# Bowtech Grips by TorqueLess



## pacman (Jan 11, 2004)

I'm very interested in a set of these however I am in Iraq and have limited access to a phone. Is there any kind of pre-order process in place? If I need to just monitor the website, can you give me a ballpark date when these will be up? 

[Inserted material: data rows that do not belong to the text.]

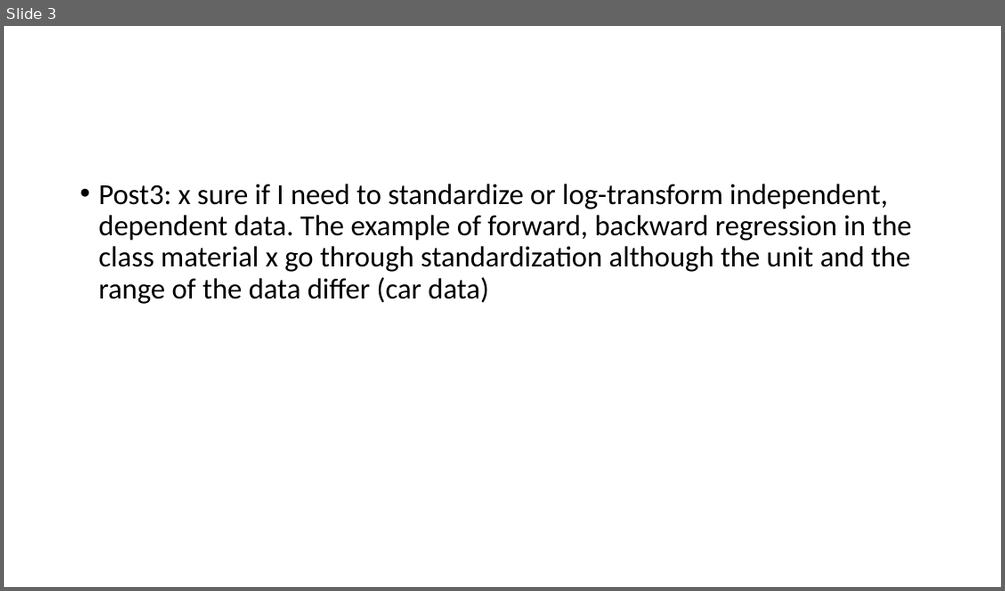
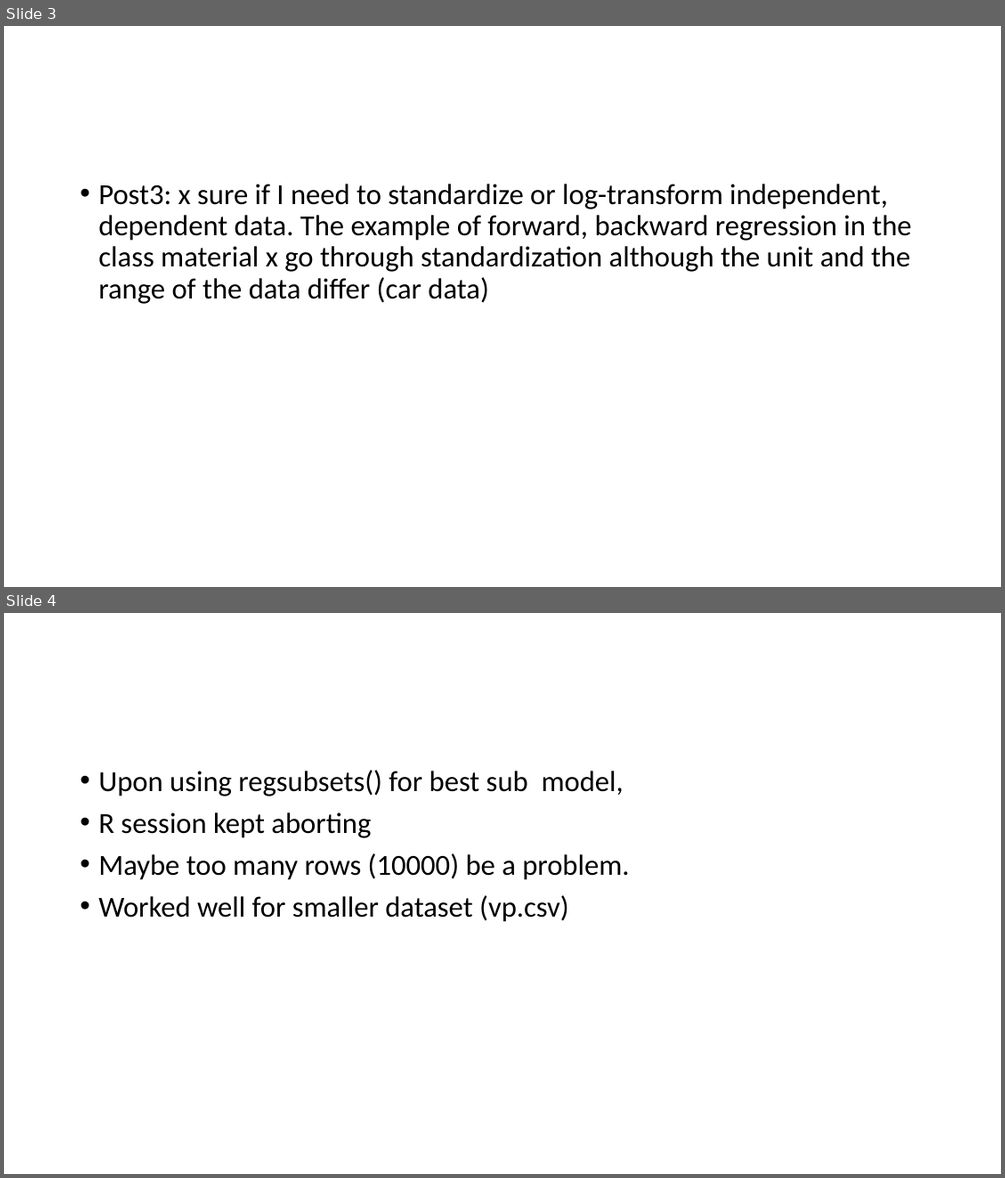
Before and after one commit to hjung9/Educational_blogs, a slide deck: problems.pptx. Shown one above the other, each under a label of ours: slide 3 before the commit, slides 3 and 4 after it. The pictures are 1005x591 and 1005x1178 pixels, drawn with LibreOffice and Linux fonts; fonts in the diff are those of the drawing. Boxes give left, top, right and bottom in pixels: in the first picture for what was removed or moved away, otherwise in the second. Text is boxed around its words. In the diff, an @@ line names an element or a change of style, - is before the commit and + after.

```diff
--- a/problems.pptx
+++ b/problems.pptx
@@ slide 4 added at (4,613,1001,1174), background #FFFFFF @@
@@ text added at (98,770,629,922), 28 pt, text #000000 @@
+• Upon using regsubsets() for best sub model,
+• R session kept aborting
+• Maybe too many rows (10000) be a problem.
+• Worked well for smaller dataset (vp.csv)
```
Also in this commit, not shown: 15 other files.

I would like a low wrist set in the Morning Forest 66 color for an '06 Allegiance. 

Thank you, 
Jeff.


----------



## Limey (May 6, 2005)

Great grips made by a great guy:darkbeer:


----------



## RickyM (Mar 6, 2006)

Limey said:


> Great grips made by a great guy:darkbeer:


So very true!


----------



## pacman (Jan 11, 2004)

Those of you wanting a look-see, go here: http://www.archerytalk.com/vb/showthread.php?p=3272982#post3272982

Awesome. I'd buy another in a heartbeat. Thanks Dave!!


----------



## pacman (Jan 11, 2004)

Been shooting this grip for the last few days and its fantastic. Super consistent, my hand lines up the same every time. Get one!


----------



## TailChaser (Aug 13, 2005)

Tried out the high wrist for a Bowtech '05 Ally. Love the grip and the price. Got it less than a week after I ordered it. These are quality grips.


----------



## 3D bowman (Dec 21, 2003)

Do you make them for Hoyts new profit grip?


----------



## bowhnter7 (Dec 6, 2004)

I am looking for a grip for my 07 Bowtech Constitution. I really liked the Shrewd metal grip I had on the 06 Connie and I am trying to find one similar. Do you have anything like this?


----------